Have you ever heard the legend about paper cranes? It says that cranes are mystical creatures that live for 1000 years. Japanese legend says that any person who makes 1000 paper cranes, one for each year of a crane's life, will be granted a wish. Some even believe that doing this will bring you eternal good luck.
So, as you can imagine, paper cranes were a very popular item delivered in the mail to Newtown after the Sandy Hook shooting. Hundreds of thousands of items were donated and one of the most beautiful things we received were thousands of paper cranes from all over the world, most made by kids. We probably have at least 50 wishes coming our way!

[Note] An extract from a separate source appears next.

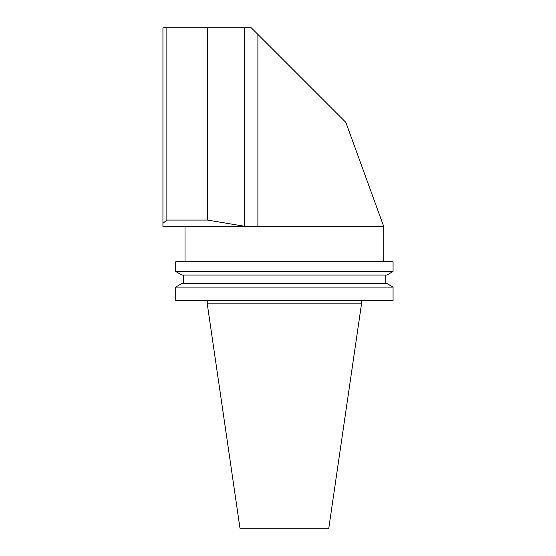 <?xml version="1.0" encoding="UTF-8"?>
<svg xmlns="http://www.w3.org/2000/svg" width="556" height="556" viewBox="0 0 556 556"><rect width="100%" height="100%" fill="white"/><g stroke="black" fill="none" stroke-linecap="round" stroke-linejoin="round"><path stroke-width="0.83" d="M162.936 223.297L162.936 27.8L162.936 226.549L162.936 219.703L162.936 226.549L246.162 226.549L207.569 220.079L166.869 220.079L162.936 223.297L162.936 226.549M162.936 27.8L251.263 27.8L257.894 34.423L257.894 226.549L246.162 226.549M257.894 226.549L383.765 226.549L345.853 122.389L257.894 34.423M383.765 226.549L383.765 261.772M361.518 303.84L207.263 303.84L239.983 528.2L328.798 528.2L361.518 303.84L361.518 300.525M175.717 300.525L393.064 300.525L393.064 287.07L175.717 287.07L175.717 300.525M175.717 287.07L181.861 283.518L386.92 283.518L393.064 287.07M385.19 283.518L385.19 275.039M175.717 271.495L181.861 275.039L386.92 275.039L393.064 271.495L393.064 261.772L175.717 261.772L175.717 271.495L393.064 271.495M244.445 226.035L244.445 27.8M166.869 27.8L166.869 220.079M207.569 27.8L207.569 220.079M185.016 261.772L185.016 226.549M207.263 303.84L207.263 300.525M183.591 283.518L183.591 275.039"/></g></svg>

All the items that came to our town have been displayed at our town hall over the past couple of months. People took hours and hours to sort through it all and put it out for all to see. If you missed my guest post on Forever Newly Wedded you can check it our here to see some photos of the amazing things that were donated (also, check out her blog while you're there - it's pretty awesome!).
After a while, the town allowed people to come in and tag things they wanted to keep. First the victim's families came in, then the Sandy Hook School community and finally Newtown residents. My mom, who works at the town hall tried to tag a mobile for me that was full of the beautiful paper cranes to put in my classroom but we found out that Sandy Hook had decided to take all of them for the school.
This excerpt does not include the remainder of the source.